Required action:
Some lines in the data below hold the string "release". Report how many, as a bare number.

[Items listed in a dataset]
=== Section Start ===

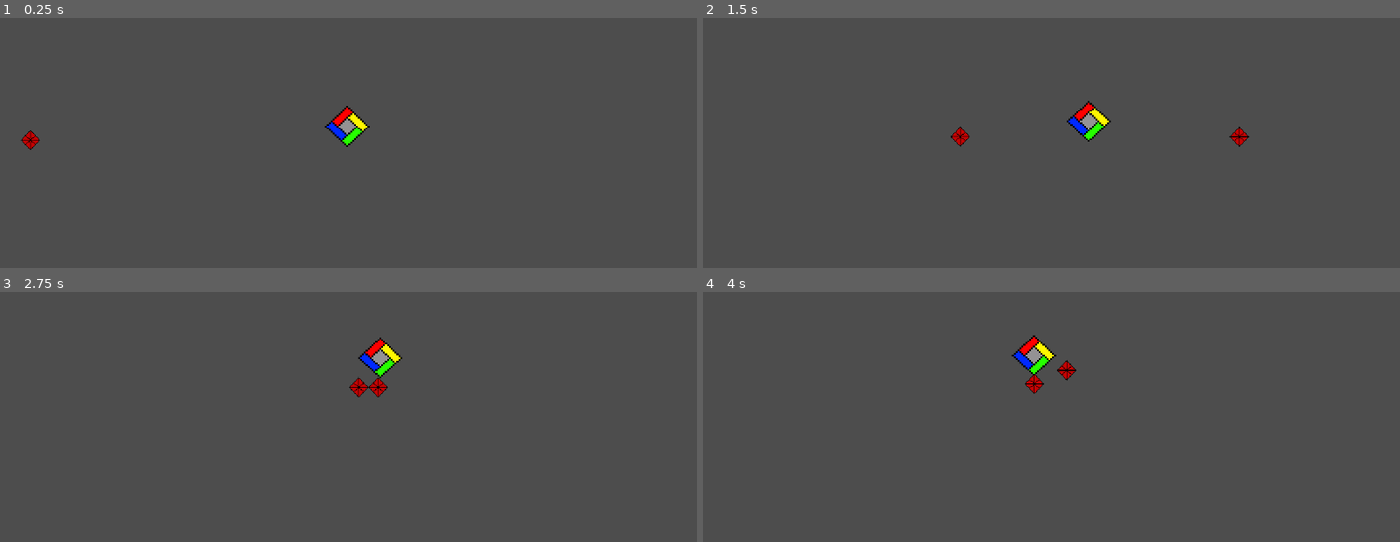
Above: before the commit, frames 1-4 (two rows, left to right).
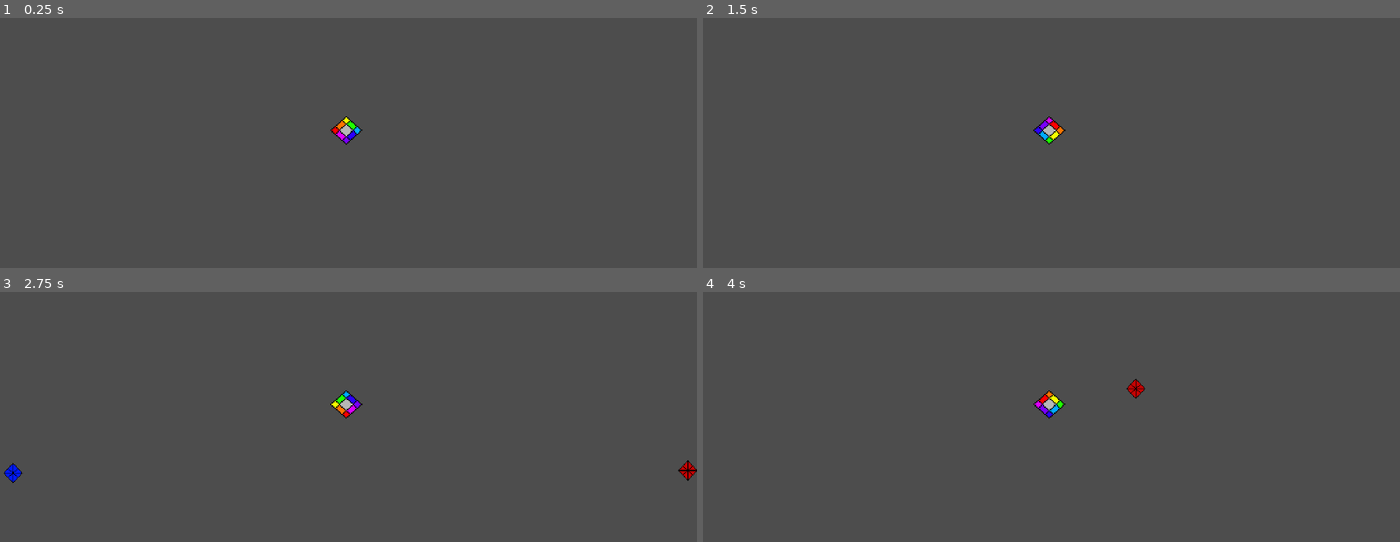
Above: after the commit, the same moments.

Repository: ITSCrew-Keith/geometry-game
Game: Godot game, scene res://scenes/fantasy.tscn
Same seed, same stepped clock (60 frames per second), same inputs: the game is played once before the commit and once after it.
Inputs (mouse positions are in pixels of both pictures, inside the frame that each line leads up to):
- Up to frame 1 (0.25 s): no input
- Up to frame 2 (1.5 s): move the mouse to (1204, 120) at 0.52 s; hold D 0.53-1.28 s; click (1204, 120) at 0.67 s; move the mouse to (912, 160) at 1.27 s; hold S from 1.28 s (still down); click (912, 160) at 1.42 s
- Up to frame 3 (2.75 s): move the mouse to (418, 329) at 2.02 s; release S at 2.03 s; hold D from 2.03 s (still down); click (418, 329) at 2.17 s
- Up to frame 4 (4 s): move the mouse to (1016, 492) at 2.77 s; release D at 2.78 s; hold W 2.78-3.53 s; click (1016, 492) at 2.92 s; move the mouse to (1260, 472) at 3.52 s; hold A from 3.53 s (still down); click (1260, 472) at 3.67 s

The runs differ from the first frame. In frame 1, 0.6% of the frame differs, in the area x 3-54%, y 35-53%; in frame 2, 1.0%; in frame 3, 1.3%, in the area x 0-100%, y 18-77%; in frame 4, 1.1%.

Commit message:
game
game

Diff:
--- a/side-project/project.godot
+++ b/side-project/project.godot
@@ -15,6 +15,11 @@
 config/features=PackedStringArray("4.3", "Forward Plus")
 config/icon="res://assets/icon.svg"
 
+[autoload]
+
+player="*res://scripts/character_body_2d.gd"
+Global="*res://scripts/Global.gd"
+
 [input]
 
 shoot={
--- a/side-project/scenes/fantasy.tscn
+++ b/side-project/scenes/fantasy.tscn
@@ -1,95 +1,158 @@
-[gd_scene load_steps=13 format=3 uid="uid://cjrjrlameij0q"]
+[gd_scene load_steps=21 format=3 uid="uid://cjrjrlameij0q"]
 
-[ext_resource type="Script" path="res://scenes/movement2.gd" id="1_q446l"]
-[ext_resource type="Texture2D" uid="uid://n3ri14eq0x47" path="res://assets/New Piskel-2.png" id="2_k6l2g"]
-[ext_resource type="Script" path="res://scenes/enemy_1.gd" id="2_soyhg"]
-[ext_resource type="Script" path="res://scenes/bullet.gd" id="3_s38pi"]
+[ext_resource type="Script" path="res://scripts/movement2.gd" id="1_q446l"]
+[ext_resource type="Texture2D" uid="uid://c0lcbpyytn8it" path="res://assets/Player Cube.png" id="2_oma4f"]
+[ext_resource type="Script" path="res://scripts/chaser.gd" id="2_soyhg"]
 [ext_resource type="Texture2D" uid="uid://cxqs3mkrxaw54" path="res://assets/New Piskel-3.png" id="4_7dqqr"]
+[ext_resource type="Script" path="res://scripts/enemy_hitbox.gd" id="4_p82jn"]
+[ext_resource type="Script" path="res://scripts/dasher.gd" id="7_kfd1g"]
+[ext_resource type="Script" path="res://scripts/counter.gd" id="7_q58bd"]
+[ext_resource type="Texture2D" uid="uid://cvyxln3xn2mxw" path="res://assets/New Piskel-3-1.png.png" id="8_5e0on"]
+
+[sub_resource type="RectangleShape2D" id="RectangleShape2D_xmtyh"]
+size = Vector2(21, 21)
+
+[sub_resource type="CircleShape2D" id="CircleShape2D_ftf47"]
+radius = 9.73847
 
 [sub_resource type="RectangleShape2D" id="RectangleShape2D_g6edi"]
-size = Vector2(37, 32)
+size = Vector2(24, 24)
 
-[sub_resource type="AtlasTexture" id="AtlasTexture_vcyyo"]
-atlas = ExtResource("2_k6l2g")
-region = Rect2(0, 0, 32, 32)
+[sub_resource type="AtlasTexture" id="AtlasTexture_mtwx6"]
+atlas = ExtResource("2_oma4f")
+region = Rect2(0, 0, 64, 64)
 
-[sub_resource type="AtlasTexture" id="AtlasTexture_i7vqm"]
-atlas = ExtResource("2_k6l2g")
-region = Rect2(32, 0, 32, 32)
+[sub_resource type="AtlasTexture" id="AtlasTexture_5he4g"]
+atlas = ExtResource("2_oma4f")
+region = Rect2(64, 0, 64, 64)
 
-[sub_resource type="AtlasTexture" id="AtlasTexture_m88fp"]
-atlas = ExtResource("2_k6l2g")
-region = Rect2(0, 32, 32, 32)
+[sub_resource type="AtlasTexture" id="AtlasTexture_r8387"]
+atlas = ExtResource("2_oma4f")
+region = Rect2(128, 0, 64, 64)
 
-[sub_resource type="AtlasTexture" id="AtlasTexture_u24ag"]
-atlas = ExtResource("2_k6l2g")
-region = Rect2(32, 32, 32, 32)
+[sub_resource type="AtlasTexture" id="AtlasTexture_ekgra"]
+atlas = ExtResource("2_oma4f")
+region = Rect2(0, 64, 64, 64)
 
-[sub_resource type="SpriteFrames" id="SpriteFrames_ix41c"]
+[sub_resource type="AtlasTexture" id="AtlasTexture_kubpg"]
+atlas = ExtResource("2_oma4f")
+region = Rect2(64, 64, 64, 64)
+
+[sub_resource type="AtlasTexture" id="AtlasTexture_3wfo0"]
+atlas = ExtResource("2_oma4f")
+region = Rect2(128, 64, 64, 64)
+
+[sub_resource type="AtlasTexture" id="AtlasTexture_c68qe"]
+atlas = ExtResource("2_oma4f")
+region = Rect2(0, 128, 64, 64)
+
+[sub_resource type="AtlasTexture" id="AtlasTexture_s5n0i"]
+atlas = ExtResource("2_oma4f")
+region = Rect2(64, 128, 64, 64)
+
+[sub_resource type="SpriteFrames" id="SpriteFrames_25b1b"]
 animations = [{
 "frames": [{
 "duration": 1.0,
-"texture": SubResource("AtlasTexture_vcyyo")
+"texture": SubResource("AtlasTexture_mtwx6")
 }, {
 "duration": 1.0,
-"texture": SubResource("AtlasTexture_i7vqm")
+"texture": SubResource("AtlasTexture_5he4g")
 }, {
 "duration": 1.0,
-"texture": SubResource("AtlasTexture_m88fp")
+"texture": SubResource("AtlasTexture_r8387")
 }, {
 "duration": 1.0,
-"texture": SubResource("AtlasTexture_u24ag")
+"texture": SubResource("AtlasTexture_ekgra")
+}, {
+"duration": 1.0,
+"texture": SubResource("AtlasTexture_kubpg")
+}, {
+"duration": 1.0,
+"texture": SubResource("AtlasTexture_3wfo0")
+}, {
+"duration": 1.0,
+"texture": SubResource("AtlasTexture_c68qe")
+}, {
+"duration": 1.0,
+"texture": SubResource("AtlasTexture_s5n0i")
 }],
 "loop": true,
 "name": &"default",
-"speed": 16.0
+"speed": 60.0
 }]
-
-[sub_resource type="CircleShape2D" id="CircleShape2D_3gnoo"]
-radius = 7.81025
 
 [node name="Node2D" type="Node2D"]
 
-[node name="player" type="CharacterBody2D" parent="."]
+[node name="chasers" type="CharacterBody2D" parent="."]
+position = Vector2(629.846, 0)
+script = ExtResource("2_soyhg")
+
+[node name="enemy hitbox" type="Area2D" parent="chasers"]
+script = ExtResource("4_p82jn")
+
+[node name="CollisionShape2D" type="CollisionShape2D" parent="chasers/enemy hitbox"]
+position = Vector2(-0.346008, 0.177002)
+shape = SubResource("RectangleShape2D_xmtyh")
+
+[node name="Sprite2D" type="Sprite2D" parent="chasers/enemy hitbox"]
+position = Vector2(0.5, -8.34465e-07)
+scale = Vector2(0.593751, 0.625)
+texture = ExtResource("4_7dqqr")
+
+[node name="CollisionShape2D" type="CollisionShape2D" parent="chasers"]
+shape = SubResource("CircleShape2D_ftf47")
+
+[node name="player" type="CharacterBody2D" parent="." groups=["player"]]
 script = ExtResource("1_q446l")
 
 [node name="CollisionShape2D" type="CollisionShape2D" parent="player"]
-position = Vector2(-0.5, -12)
+position = Vector2(-1, -9)
 shape = SubResource("RectangleShape2D_g6edi")
 
 [node name="AnimatedSprite2D" type="AnimatedSprite2D" parent="player"]
-position = Vector2(0.5, -11.5)
-scale = Vector2(1.59375, 1.46875)
-sprite_frames = SubResource("SpriteFrames_ix41c")
+position = Vector2(-0.24999, -8.75)
+scale = Vector2(0.570312, 0.507812)
+sprite_frames = SubResource("SpriteFrames_25b1b")
 autoplay = "default"
 
-[node name="Area2D" type="Area2D" parent="."]
-script = ExtResource("3_s38pi")
+[node name="Label" type="Label" parent="player"]
+offset_left = -1090.0
+offset_top = -631.0
+offset_right = -808.0
+offset_bottom = -457.0
+scale = Vector2(0.991967, 0.991071)
+theme_override_font_sizes/font_size = 60
+script = ExtResource("7_q58bd")
 
-[node name="Camera2D" type="Camera2D" parent="."]
+[node name="Camera2D" type="Camera2D" parent="player"]
 position = Vector2(1, -1)
 zoom = Vector2(2, 2)
 
-[node name="enemy 1" type="CharacterBody2D" parent="."]
-position = Vector2(381, 0)
-script = ExtResource("2_soyhg")
+[node name="dasher" type="CharacterBody2D" parent="."]
+position = Vector2(-520.385, 8.22272)
+script = ExtResource("7_kfd1g")
 
-[node name="Sprite2D" type="Sprite2D" parent="enemy 1"]
-position = Vector2(0.500009, -8.34465e-07)
+[node name="enemy hitbox" type="Area2D" parent="dasher"]
+script = ExtResource("4_p82jn")
+
+[node name="CollisionShape2D" type="CollisionShape2D" parent="dasher/enemy hitbox"]
+position = Vector2(-0.346008, 0.177002)
+shape = SubResource("RectangleShape2D_xmtyh")
+
+[node name="Sprite2D" type="Sprite2D" parent="dasher/enemy hitbox"]
+position = Vector2(0.5, -8.34465e-07)
 scale = Vector2(0.593751, 0.625)
-texture = ExtResource("4_7dqqr")
+texture = ExtResource("8_5e0on")
 
-[node name="CollisionShape2D" type="CollisionShape2D" parent="enemy 1"]
-shape = SubResource("CircleShape2D_3gnoo")
+[node name="CollisionShape2D" type="CollisionShape2D" parent="dasher"]
+shape = SubResource("CircleShape2D_ftf47")
 
-[node name="enemy 2" type="CharacterBody2D" parent="."]
-position = Vector2(-299.521, -1.11874)
-script = ExtResource("2_soyhg")
-
-[node name="Sprite2D" type="Sprite2D" parent="enemy 2"]
-position = Vector2(0.500009, -8.34465e-07)
-scale = Vector2(0.593751, 0.625)
-texture = ExtResource("4_7dqqr")
-
-[node name="CollisionShape2D" type="CollisionShape2D" parent="enemy 2"]
-shape = SubResource("CircleShape2D_3gnoo")
+[connection signal="mouse_entered" from="chasers" to="player" method="_on_enemy_1_mouse_entered"]
+[connection signal="mouse_shape_entered" from="chasers" to="player" method="_on_enemy_1_mouse_shape_entered"]
+[connection signal="body_entered" from="chasers/enemy hitbox" to="chasers/enemy hitbox" method="_on_body_entered"]
+[connection signal="body_entered" from="chasers/enemy hitbox" to="player" method="_on_enemy_hitbox_body_entered"]
+[connection signal="mouse_entered" from="dasher" to="player" method="_on_enemy_1_mouse_entered"]
+[connection signal="mouse_shape_entered" from="dasher" to="player" method="_on_enemy_1_mouse_shape_entered"]
+[connection signal="body_entered" from="dasher/enemy hitbox" to="player" method="_on_enemy_hitbox_body_entered"]
+[connection signal="body_entered" from="dasher/enemy hitbox" to="dasher/enemy hitbox" method="_on_body_entered"]
--- /dev/null
+++ b/side-project/scripts/Global.gd
@@ -0,0 +1,12 @@
+extends Node
+var timer = 0
+var jump_counter = 120
+var jump_counter2 = 25
+# Called when the node enters the scene tree for the first time.
+func _ready() -> void:
+	pass # Replace with function body.
+
+
+# Called every frame. 'delta' is the elapsed time since the previous frame.
+func _process(delta: float) -> void:
+	timer = timer + 1
--- /dev/null
+++ b/side-project/scripts/chaser.gd
@@ -0,0 +1,11 @@
+extends CharacterBody2D
+
+@onready var target= $"../player"
+
+
+
+func _physics_process(delta: float) -> void:
+	var speed = 100 + (Global.timer / 10)
+	var direction = (target.position-position).normalized()
+	velocity = direction * speed
+	move_and_slide()
--- /dev/null
+++ b/side-project/scripts/counter.gd
@@ -0,0 +1,11 @@
+extends Label
+
+
+# Called when the node enters the scene tree for the first time.
+func _ready() -> void:
+		pass
+
+
+# Called every frame. 'delta' is the elapsed time since the previous frame.
+func _process(delta: float) -> void:
+	self.text = str(Global.timer / 60)
--- /dev/null
+++ b/side-project/scripts/dasher.gd
@@ -0,0 +1,20 @@
+extends CharacterBody2D
+
+
+@onready var target= $"../player"
+
+
+
+func _physics_process(delta: float) -> void:
+	var speed = 700 + (Global.timer / 10)
+	var direction = (target.position-position).normalized()
+	velocity = direction * speed
+	if Global.jump_counter > 0:
+		Global.jump_counter = Global.jump_counter - 1
+	print(Global.jump_counter)
+	if Global.jump_counter == 0:
+		move_and_slide()
+		Global.jump_counter2 = Global.jump_counter2 - 1
+		if Global.jump_counter2 == 0:
+			Global.jump_counter = 120
+			Global.jump_counter2 = 25
--- /dev/null
+++ b/side-project/scripts/enemy_hitbox.gd
@@ -0,0 +1,17 @@
+extends Area2D
+
+
+# Called when the node enters the scene tree for the first time.
+func _ready() -> void:
+	pass # Replace with function body.
+
+
+# Called every frame. 'delta' is the elapsed time since the previous frame.
+func _process(delta: float) -> void:
+	pass
+
+
+func _on_body_entered(body: Node2D) -> void:
+	if body.is_in_group("player"):
+		get_tree().reload_current_scene()
+		Global.timer = 0
--- /dev/null
+++ b/side-project/scripts/manager.gd
@@ -0,0 +1,11 @@
+extends Node
+
+
+# Called when the node enters the scene tree for the first time.
+func _ready() -> void:
+	pass # Replace with function body.
+
+
+# Called every frame. 'delta' is the elapsed time since the previous frame.
+func _process(delta: float) -> void:
+	pass
--- /dev/null
+++ b/side-project/scripts/movement2.gd
@@ -0,0 +1,10 @@
+extends CharacterBody2D
+var playery = position.y
+var playerx = position.x
+var speed = 1
+
+
+func _physics_process(delta: float) -> void:
+	var direction=(get_local_mouse_position())
+	velocity = direction * speed
+	move_and_slide()
Binary file added: side-project/assets/New Piskel-3-1.png.png
Not shown, added: side-project/assets/New Piskel-3-1.png.png.import
Binary file added: side-project/assets/Player Cube.png
Not shown, added: side-project/assets/Player Cube.png.import
Binary file added: side-project/assets/dahyr2x-0ccb6197-b56a-4433-9fb0-cf98dbd234cb.jpg
Not shown, added: side-project/assets/dahyr2x-0ccb6197-b56a-4433-9fb0-cf98dbd234cb.jpg.import

=== Section End ===

Solution below:
2